秦光遠倒是答應的很是爽快,道:“盧侍郎若是愿留下的話,那就留下,不過,本伯做事之時不喜歡被人打擾,你若留下只管與夏尚書一道聽命行事就是,等我所做之事告一段落之后,你再行開口。”
說來說去的,盧鄉就是想要留下,既然秦光遠同意了,那他也顧不上秦光遠的態度了,干脆回道:“是,新城伯,若是準備好了,那便盡早開始吧。”
不用盧鄉著急,秦光遠自己也是想要快速的把這些事情解決了才行的。
秦光遠從椅子上拍手起身道:“行了,先把各布政使報上來的人口黃冊拿上來,民為本,無論是征兵,還是征賦稅,征勞役,甚至是救災都與人口有著莫大關系的。”
夏元吉也不多詢問,直接招呼盧從,兩人費了九牛二虎之力,才抬來了一口大箱子。
在他們抬來大箱子之際,秦光遠已按照統計圖那般繪制了新的賬本。
“我來記錄,你們來報數,先從京畿開始,總人口多少,十三歲以上男丁幾何?十三歲以上女丁幾何?另外還要查六十歲以上老人幾何?軍戶,民戶,甚至是匠戶都要有單獨記錄。”
自洪武朝開始統計黃冊之時,朝廷所掌握的也只不過是每州,每縣,甚至每里多少人口都有了一定統計,但單獨這般統計的卻是還未做到。

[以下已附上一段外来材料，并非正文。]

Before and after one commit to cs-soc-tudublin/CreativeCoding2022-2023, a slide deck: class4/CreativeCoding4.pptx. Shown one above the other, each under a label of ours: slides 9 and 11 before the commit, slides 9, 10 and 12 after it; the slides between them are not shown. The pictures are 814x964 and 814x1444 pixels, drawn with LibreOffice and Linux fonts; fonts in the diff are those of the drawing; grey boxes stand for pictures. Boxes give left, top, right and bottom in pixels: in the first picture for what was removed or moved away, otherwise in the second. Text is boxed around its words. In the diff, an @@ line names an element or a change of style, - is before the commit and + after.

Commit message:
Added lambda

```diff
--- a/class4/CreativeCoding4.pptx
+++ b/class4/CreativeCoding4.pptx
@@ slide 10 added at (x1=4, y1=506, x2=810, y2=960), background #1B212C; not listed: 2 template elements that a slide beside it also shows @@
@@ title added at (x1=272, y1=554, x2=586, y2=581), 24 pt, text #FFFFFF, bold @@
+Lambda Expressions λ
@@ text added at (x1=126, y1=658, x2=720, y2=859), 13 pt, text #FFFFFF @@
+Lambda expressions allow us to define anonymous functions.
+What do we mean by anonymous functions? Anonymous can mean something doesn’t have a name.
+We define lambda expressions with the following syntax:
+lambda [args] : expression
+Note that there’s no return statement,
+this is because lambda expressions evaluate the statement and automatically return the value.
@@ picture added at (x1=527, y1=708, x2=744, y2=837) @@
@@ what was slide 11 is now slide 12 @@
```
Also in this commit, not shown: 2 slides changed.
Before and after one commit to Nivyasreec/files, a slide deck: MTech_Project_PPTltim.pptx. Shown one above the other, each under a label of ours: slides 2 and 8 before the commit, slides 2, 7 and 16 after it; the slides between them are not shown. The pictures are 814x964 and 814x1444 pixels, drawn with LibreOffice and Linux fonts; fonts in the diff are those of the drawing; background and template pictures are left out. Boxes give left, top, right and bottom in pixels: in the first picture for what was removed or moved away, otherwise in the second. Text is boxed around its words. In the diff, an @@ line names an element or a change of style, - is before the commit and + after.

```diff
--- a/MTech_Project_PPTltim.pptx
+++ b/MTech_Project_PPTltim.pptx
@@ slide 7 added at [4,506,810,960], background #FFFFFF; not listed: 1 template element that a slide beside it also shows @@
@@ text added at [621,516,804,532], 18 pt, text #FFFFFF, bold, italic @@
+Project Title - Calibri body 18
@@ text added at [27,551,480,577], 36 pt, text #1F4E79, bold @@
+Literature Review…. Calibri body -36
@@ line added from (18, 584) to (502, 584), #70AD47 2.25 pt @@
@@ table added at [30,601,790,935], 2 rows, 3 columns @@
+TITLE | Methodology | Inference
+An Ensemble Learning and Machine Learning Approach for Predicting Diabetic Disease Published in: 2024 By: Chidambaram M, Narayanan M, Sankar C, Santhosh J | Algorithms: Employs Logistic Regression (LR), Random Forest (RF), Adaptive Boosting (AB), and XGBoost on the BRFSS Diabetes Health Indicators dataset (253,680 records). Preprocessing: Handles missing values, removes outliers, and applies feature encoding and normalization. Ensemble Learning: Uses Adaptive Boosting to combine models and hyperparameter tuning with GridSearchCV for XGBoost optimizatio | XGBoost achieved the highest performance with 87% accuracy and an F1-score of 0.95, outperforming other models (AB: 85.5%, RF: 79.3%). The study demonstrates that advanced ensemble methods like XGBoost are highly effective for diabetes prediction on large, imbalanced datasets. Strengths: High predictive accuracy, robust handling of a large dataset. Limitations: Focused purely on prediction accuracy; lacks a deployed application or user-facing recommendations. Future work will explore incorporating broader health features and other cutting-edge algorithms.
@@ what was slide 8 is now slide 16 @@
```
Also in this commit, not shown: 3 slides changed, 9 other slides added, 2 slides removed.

再一個六十歲以上的老人,花甲之年大多也就無法從事重體力活計了,這便需要兒孫的養活,一家之中,既要養活下一代的孩子,還要養活老人,其中耗費錢糧多少,朝廷必須清楚。
唯一如此,朝廷也才能掌握到每個百姓所負擔的是多少,等到朝廷需要錢糧的時候,又從哪里征調最為合適,怎樣,明白了吧?”